尾行には複数の妖精達が行ない、常にウェアウルフから目を離さないようにしている。誰か一人でも認識していれば、他の誰かが目を離して見うしなったとしてもリカバリーがきく。そして今も連絡係りの妖精がアンネへ報告しに飛び回っている。
「あいあい、ご苦労さん。引き続きよろしくね~…… 今の所ただ祭りを見て回ってるだけだってさ。何処かに向かっている様子はないみたいね! てな訳でプリンのおかわりだ!! 」
どんな訳かはさて置いて、あのウェアウルフ達はまだ動くつもりはないという事か。
「ユリウス陛下、マリアンヌ王妃。遠路遥々来て頂いたのに、この用な面倒事に巻き込んでしまい申し訳ない」
「いえ、王になれば敵が増えるのは仕方なき事。父王の後を継ぎ、その苦労が漸く理解してきた所です」
「私はこのインファネースに来て十分に満足致しております。とても素敵で魅力溢れる街ですね。独立してもしなくても、末永くお付き合いしたいものです」
国王の謝罪を、ユリウス陛下とマリアンヌさんは笑顔で快く受け取った。不満どころか同情的な様子に、国王は苦笑いである。

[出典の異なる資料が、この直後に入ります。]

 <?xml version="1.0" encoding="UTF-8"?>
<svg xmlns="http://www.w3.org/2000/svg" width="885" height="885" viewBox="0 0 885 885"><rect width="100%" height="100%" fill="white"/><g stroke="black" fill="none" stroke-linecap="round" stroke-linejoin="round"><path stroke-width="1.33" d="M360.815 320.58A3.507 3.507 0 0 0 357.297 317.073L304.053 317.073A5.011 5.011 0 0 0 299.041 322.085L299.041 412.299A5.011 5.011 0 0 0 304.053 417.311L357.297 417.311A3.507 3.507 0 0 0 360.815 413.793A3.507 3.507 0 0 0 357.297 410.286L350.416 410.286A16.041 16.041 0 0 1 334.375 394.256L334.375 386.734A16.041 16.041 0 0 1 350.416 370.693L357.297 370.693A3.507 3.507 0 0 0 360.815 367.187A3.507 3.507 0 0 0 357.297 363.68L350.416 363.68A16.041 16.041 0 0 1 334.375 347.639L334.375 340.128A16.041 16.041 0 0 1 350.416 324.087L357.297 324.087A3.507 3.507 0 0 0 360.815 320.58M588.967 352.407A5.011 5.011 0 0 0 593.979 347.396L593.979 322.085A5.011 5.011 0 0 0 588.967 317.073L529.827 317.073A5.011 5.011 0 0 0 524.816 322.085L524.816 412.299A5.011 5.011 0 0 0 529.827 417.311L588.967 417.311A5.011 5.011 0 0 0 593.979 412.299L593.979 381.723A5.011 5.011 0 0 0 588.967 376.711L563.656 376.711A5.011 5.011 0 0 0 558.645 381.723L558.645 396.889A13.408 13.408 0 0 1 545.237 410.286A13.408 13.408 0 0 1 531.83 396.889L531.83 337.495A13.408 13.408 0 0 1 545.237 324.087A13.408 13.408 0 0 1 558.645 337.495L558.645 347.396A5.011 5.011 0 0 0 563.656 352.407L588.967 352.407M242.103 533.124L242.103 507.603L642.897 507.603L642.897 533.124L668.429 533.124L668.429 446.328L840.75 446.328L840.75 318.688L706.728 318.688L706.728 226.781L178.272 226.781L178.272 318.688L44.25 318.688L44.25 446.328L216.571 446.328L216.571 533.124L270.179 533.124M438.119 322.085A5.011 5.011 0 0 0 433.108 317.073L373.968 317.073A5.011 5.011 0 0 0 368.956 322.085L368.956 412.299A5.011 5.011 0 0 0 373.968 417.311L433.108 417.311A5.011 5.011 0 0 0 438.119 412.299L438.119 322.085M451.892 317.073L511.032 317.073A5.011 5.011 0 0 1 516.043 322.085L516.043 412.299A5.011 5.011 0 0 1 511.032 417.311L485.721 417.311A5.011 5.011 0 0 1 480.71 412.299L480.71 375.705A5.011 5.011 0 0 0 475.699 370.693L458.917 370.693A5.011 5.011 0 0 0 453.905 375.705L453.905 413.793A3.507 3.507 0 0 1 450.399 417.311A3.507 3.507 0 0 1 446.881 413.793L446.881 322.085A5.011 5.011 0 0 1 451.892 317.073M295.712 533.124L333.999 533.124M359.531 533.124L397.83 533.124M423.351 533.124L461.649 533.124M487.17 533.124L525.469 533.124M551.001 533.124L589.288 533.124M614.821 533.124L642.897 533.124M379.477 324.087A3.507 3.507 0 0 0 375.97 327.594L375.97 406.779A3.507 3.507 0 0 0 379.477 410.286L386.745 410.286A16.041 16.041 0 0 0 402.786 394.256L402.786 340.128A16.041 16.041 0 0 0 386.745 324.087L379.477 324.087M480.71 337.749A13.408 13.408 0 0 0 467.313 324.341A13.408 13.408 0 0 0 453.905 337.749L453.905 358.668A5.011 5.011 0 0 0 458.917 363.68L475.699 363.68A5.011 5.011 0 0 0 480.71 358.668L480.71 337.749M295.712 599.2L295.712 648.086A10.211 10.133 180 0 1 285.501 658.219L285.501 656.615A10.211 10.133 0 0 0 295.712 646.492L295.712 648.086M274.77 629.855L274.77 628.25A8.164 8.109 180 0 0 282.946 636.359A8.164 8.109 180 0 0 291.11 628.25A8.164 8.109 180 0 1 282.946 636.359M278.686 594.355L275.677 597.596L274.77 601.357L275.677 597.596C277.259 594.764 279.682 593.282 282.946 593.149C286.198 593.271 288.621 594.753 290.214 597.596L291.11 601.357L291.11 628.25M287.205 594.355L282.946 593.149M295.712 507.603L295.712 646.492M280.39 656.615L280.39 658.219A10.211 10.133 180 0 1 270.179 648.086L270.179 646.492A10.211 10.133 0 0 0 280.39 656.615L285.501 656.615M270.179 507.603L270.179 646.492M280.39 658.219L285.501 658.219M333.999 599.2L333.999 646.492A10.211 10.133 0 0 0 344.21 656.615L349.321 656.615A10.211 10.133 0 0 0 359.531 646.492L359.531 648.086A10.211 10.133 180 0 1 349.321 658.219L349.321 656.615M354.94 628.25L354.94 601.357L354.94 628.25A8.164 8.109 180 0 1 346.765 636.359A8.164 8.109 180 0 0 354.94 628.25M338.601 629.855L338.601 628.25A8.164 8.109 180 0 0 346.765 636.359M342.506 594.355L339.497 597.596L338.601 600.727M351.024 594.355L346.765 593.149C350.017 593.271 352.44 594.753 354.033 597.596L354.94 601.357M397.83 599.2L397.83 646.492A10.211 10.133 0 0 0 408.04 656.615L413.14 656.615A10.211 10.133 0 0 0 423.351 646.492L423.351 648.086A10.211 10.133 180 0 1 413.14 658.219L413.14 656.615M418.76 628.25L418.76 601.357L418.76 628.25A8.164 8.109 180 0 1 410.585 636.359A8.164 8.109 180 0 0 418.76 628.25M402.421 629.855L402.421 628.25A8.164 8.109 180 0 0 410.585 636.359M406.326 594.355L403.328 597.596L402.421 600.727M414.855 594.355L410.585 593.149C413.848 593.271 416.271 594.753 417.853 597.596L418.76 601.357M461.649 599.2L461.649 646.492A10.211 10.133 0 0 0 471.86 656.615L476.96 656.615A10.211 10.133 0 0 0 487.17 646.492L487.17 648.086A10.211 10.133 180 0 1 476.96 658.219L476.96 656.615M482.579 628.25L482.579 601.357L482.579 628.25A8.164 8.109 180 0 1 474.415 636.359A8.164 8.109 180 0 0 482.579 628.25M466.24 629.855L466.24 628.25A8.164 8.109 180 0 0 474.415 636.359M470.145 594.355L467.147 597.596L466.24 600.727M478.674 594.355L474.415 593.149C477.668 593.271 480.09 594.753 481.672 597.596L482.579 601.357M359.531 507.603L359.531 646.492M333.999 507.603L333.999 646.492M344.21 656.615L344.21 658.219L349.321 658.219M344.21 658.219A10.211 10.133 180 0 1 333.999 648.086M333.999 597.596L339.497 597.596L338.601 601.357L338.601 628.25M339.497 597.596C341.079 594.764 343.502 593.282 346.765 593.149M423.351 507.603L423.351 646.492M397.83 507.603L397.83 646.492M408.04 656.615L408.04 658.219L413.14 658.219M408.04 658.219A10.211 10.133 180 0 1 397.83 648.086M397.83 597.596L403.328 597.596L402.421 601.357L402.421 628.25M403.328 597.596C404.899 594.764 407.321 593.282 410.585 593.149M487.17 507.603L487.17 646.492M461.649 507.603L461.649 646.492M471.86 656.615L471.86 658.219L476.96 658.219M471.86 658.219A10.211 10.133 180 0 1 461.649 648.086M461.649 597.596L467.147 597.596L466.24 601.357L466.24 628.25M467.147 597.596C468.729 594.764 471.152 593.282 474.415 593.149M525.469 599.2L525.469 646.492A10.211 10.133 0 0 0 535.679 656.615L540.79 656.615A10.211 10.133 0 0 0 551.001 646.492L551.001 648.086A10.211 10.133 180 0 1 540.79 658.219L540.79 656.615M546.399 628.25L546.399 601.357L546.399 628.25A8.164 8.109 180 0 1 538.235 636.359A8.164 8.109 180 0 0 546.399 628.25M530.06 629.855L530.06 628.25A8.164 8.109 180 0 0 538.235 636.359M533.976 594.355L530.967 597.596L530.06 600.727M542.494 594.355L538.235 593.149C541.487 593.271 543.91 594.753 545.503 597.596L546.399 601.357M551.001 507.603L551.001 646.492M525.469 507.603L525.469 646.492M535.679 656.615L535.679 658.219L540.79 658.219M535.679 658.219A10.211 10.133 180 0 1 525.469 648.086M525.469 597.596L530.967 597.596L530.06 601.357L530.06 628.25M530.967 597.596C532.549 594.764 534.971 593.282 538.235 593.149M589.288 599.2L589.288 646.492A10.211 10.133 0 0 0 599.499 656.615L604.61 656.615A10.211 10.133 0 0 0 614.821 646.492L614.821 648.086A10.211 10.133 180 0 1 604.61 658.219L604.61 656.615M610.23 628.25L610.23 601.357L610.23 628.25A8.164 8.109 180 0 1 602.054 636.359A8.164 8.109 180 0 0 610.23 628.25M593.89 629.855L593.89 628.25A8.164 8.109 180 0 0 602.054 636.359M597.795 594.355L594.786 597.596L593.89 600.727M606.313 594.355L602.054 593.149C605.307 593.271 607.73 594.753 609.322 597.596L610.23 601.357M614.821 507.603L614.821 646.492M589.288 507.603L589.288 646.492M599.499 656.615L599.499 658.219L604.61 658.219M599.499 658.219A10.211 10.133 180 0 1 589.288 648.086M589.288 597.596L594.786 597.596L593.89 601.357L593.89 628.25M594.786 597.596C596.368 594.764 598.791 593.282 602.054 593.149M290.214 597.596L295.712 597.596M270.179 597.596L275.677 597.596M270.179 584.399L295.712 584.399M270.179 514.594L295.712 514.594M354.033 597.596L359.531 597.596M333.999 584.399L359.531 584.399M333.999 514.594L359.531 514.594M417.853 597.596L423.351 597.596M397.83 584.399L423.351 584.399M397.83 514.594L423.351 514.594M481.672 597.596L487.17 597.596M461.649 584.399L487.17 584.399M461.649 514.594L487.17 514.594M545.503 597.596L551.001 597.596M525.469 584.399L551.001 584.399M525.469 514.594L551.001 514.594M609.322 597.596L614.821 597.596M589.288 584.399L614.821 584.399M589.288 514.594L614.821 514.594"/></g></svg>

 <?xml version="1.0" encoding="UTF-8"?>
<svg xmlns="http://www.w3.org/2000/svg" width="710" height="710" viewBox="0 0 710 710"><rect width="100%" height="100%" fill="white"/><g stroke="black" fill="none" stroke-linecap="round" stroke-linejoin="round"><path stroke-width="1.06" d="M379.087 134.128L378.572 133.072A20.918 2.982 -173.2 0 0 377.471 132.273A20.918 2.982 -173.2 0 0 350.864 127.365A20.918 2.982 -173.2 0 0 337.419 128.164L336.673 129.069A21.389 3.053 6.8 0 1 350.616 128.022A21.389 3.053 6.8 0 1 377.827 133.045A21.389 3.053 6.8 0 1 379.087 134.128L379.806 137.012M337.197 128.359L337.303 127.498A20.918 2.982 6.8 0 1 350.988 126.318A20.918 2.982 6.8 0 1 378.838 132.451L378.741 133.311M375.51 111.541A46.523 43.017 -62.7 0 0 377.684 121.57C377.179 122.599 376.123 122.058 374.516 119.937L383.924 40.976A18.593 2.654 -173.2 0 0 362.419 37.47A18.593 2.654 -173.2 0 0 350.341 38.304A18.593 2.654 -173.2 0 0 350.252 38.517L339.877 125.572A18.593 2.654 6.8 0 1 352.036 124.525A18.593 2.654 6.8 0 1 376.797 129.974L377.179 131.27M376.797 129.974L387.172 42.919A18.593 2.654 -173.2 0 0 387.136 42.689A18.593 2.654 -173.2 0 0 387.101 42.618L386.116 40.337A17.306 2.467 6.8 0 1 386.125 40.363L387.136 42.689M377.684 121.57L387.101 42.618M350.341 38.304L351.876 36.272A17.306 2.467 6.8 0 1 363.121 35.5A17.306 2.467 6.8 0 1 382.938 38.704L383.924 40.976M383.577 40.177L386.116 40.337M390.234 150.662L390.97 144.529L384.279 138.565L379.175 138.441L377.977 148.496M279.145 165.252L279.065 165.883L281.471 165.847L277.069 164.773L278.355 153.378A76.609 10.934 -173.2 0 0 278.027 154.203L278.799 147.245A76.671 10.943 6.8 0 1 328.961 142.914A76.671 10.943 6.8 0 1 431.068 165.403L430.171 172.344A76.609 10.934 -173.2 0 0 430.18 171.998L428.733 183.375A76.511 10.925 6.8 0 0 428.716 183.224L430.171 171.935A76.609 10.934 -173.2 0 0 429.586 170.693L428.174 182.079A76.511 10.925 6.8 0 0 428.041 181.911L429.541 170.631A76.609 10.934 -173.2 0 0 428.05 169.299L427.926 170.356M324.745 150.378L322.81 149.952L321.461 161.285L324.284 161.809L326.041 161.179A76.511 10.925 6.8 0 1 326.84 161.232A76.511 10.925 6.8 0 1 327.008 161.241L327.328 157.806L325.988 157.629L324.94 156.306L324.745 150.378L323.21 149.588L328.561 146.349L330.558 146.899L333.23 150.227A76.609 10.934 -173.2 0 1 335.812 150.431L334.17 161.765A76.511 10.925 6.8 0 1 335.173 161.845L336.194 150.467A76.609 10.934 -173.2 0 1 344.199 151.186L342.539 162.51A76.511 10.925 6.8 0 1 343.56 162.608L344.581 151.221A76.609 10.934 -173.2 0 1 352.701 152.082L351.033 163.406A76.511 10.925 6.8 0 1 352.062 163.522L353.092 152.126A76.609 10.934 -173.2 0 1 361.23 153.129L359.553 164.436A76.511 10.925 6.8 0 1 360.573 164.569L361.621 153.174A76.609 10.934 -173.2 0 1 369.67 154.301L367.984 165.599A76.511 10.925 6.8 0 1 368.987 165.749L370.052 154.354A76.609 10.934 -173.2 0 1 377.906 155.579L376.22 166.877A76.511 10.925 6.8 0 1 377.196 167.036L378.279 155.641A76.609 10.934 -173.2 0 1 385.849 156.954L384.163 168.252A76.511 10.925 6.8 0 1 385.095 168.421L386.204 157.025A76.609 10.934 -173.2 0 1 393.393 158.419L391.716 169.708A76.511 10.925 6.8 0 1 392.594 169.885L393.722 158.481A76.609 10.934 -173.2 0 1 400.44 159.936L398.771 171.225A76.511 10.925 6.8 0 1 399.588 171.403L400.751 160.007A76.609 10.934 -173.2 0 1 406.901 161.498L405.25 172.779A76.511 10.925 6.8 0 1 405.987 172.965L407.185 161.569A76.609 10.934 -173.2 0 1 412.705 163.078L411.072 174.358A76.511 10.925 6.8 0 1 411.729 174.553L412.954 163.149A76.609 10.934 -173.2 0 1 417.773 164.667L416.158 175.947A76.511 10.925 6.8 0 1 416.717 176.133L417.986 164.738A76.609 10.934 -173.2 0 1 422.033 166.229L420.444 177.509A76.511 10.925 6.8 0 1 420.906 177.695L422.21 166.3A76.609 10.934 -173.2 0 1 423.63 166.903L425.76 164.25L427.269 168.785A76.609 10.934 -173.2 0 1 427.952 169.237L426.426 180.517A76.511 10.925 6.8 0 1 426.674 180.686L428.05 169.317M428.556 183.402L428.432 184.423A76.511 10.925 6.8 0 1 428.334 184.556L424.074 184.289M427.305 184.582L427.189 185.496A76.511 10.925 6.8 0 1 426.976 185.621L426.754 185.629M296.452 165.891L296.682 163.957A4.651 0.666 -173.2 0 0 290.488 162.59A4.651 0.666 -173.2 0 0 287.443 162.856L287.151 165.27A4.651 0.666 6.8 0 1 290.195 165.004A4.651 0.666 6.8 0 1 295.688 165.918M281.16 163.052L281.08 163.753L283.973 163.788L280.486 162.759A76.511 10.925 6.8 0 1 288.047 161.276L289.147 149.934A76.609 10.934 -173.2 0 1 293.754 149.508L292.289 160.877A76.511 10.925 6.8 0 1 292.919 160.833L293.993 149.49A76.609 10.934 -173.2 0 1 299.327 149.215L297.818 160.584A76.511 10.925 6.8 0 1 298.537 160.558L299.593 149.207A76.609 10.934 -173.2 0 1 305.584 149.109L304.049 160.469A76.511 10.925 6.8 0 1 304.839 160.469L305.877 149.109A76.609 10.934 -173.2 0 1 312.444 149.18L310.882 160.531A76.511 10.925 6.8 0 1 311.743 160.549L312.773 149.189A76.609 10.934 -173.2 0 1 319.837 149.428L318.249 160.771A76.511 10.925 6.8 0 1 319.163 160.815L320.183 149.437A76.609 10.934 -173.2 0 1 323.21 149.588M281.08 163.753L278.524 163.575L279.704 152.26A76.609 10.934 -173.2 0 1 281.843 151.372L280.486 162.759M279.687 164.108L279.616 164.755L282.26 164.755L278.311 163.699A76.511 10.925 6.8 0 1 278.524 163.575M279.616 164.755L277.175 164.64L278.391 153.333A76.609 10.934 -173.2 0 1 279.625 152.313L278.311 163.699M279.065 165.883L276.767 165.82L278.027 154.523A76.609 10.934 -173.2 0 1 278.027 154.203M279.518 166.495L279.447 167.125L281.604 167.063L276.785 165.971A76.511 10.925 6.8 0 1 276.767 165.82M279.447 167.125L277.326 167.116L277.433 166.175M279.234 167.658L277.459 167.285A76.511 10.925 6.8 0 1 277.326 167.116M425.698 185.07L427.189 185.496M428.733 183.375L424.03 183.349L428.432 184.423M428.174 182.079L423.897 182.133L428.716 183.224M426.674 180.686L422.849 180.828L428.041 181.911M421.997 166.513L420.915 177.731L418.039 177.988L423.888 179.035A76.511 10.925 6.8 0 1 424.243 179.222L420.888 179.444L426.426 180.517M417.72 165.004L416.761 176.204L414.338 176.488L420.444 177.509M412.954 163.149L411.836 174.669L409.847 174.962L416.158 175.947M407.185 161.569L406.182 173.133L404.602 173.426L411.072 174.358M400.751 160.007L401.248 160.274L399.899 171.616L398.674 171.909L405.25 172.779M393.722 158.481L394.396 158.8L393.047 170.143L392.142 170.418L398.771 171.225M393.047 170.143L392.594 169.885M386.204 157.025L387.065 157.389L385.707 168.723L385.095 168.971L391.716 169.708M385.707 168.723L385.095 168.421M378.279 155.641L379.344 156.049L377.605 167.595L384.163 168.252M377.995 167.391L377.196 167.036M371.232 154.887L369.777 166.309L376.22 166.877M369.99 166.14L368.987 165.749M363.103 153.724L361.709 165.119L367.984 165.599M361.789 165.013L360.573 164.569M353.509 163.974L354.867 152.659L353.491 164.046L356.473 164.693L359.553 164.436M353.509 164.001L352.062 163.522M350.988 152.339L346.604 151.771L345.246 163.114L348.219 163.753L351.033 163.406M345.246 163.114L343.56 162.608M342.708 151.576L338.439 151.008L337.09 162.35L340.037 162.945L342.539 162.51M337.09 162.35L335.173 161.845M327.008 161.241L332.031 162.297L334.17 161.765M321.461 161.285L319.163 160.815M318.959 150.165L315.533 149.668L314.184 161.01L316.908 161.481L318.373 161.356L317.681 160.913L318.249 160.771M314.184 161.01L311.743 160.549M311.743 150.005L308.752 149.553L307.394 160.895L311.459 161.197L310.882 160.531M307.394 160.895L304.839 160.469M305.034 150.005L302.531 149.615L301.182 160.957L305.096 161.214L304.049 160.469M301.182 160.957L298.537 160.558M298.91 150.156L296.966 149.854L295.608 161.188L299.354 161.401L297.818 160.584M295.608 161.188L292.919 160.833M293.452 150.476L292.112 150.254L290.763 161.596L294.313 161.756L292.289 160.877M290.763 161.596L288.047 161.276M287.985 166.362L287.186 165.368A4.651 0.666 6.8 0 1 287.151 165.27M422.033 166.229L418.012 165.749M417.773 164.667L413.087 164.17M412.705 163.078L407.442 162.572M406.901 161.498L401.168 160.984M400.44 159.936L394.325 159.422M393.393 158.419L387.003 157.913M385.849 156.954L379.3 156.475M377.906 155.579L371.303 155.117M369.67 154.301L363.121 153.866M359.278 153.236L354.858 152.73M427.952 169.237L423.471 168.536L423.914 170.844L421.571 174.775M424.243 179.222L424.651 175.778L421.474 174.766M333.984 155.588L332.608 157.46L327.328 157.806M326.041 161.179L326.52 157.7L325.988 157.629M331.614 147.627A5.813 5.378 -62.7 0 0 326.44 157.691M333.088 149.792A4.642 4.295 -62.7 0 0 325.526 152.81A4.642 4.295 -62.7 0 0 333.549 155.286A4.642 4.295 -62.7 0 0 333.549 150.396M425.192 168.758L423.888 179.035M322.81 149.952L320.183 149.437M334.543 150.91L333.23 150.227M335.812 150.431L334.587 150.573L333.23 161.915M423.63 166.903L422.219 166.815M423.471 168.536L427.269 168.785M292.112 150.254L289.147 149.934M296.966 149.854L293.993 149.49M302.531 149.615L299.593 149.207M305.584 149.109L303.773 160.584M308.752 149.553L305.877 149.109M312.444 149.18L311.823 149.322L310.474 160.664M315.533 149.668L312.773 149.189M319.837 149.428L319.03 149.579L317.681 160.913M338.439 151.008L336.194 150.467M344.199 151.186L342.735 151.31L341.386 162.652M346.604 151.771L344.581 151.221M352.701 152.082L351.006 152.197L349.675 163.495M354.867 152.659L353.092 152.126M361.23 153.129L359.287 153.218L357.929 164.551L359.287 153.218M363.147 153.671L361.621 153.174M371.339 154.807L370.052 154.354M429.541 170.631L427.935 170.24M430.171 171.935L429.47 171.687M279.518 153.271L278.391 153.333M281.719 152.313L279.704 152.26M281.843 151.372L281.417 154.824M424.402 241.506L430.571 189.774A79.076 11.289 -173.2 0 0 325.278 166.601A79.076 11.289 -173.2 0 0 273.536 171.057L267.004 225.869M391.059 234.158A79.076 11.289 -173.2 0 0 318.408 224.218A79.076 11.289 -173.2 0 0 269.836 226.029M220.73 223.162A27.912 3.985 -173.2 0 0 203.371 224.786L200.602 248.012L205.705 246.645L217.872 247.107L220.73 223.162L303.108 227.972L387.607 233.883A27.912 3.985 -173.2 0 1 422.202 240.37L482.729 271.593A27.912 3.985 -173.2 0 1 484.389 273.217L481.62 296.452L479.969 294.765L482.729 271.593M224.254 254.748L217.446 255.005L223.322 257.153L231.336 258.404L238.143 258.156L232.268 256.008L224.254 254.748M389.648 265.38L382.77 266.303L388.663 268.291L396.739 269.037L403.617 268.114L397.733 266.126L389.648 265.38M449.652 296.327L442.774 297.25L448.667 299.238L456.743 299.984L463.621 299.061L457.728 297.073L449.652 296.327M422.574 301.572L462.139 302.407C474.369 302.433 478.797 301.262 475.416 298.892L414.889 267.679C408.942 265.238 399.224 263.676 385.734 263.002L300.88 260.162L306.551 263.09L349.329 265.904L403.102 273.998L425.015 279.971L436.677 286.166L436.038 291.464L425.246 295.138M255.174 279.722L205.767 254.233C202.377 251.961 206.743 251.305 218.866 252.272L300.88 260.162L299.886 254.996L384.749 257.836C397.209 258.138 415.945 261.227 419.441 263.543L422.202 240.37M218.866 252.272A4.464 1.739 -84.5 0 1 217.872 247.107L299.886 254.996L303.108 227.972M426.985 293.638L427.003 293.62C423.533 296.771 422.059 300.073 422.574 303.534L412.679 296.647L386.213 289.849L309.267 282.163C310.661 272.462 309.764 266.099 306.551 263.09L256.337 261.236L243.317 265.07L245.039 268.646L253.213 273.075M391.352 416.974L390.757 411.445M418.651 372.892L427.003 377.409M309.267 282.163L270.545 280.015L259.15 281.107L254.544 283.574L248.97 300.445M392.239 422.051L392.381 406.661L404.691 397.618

「そう言って頂けると私も幾分か心が軽くなる…… それで、これからどうする? ウェアウルフを見付けたからには無視して祭りを楽しめるとは思えんが? 」
国王に問われ、王妃様は沈黙し考えに耽る。
「そうですね…… 妖精達が追跡しているとはいえ、このままにしておくのもどうかと私も思います。出来れば仲間の有無を確認したくはありますが、それで逃げられてしまっては元も子もありません。だからと言って今北地区に戻るのも危険です。ここはライル君の家の一室を臨時対策室としてお借りして、ウェアウルフを捕獲、難しければ討伐する方向で動きましょう」
「えっ、私の家、ですか? 」
何か問題でも? とでも言いたげな目線を王妃様に向けられた俺は、ただ黙って了承するしかなかった。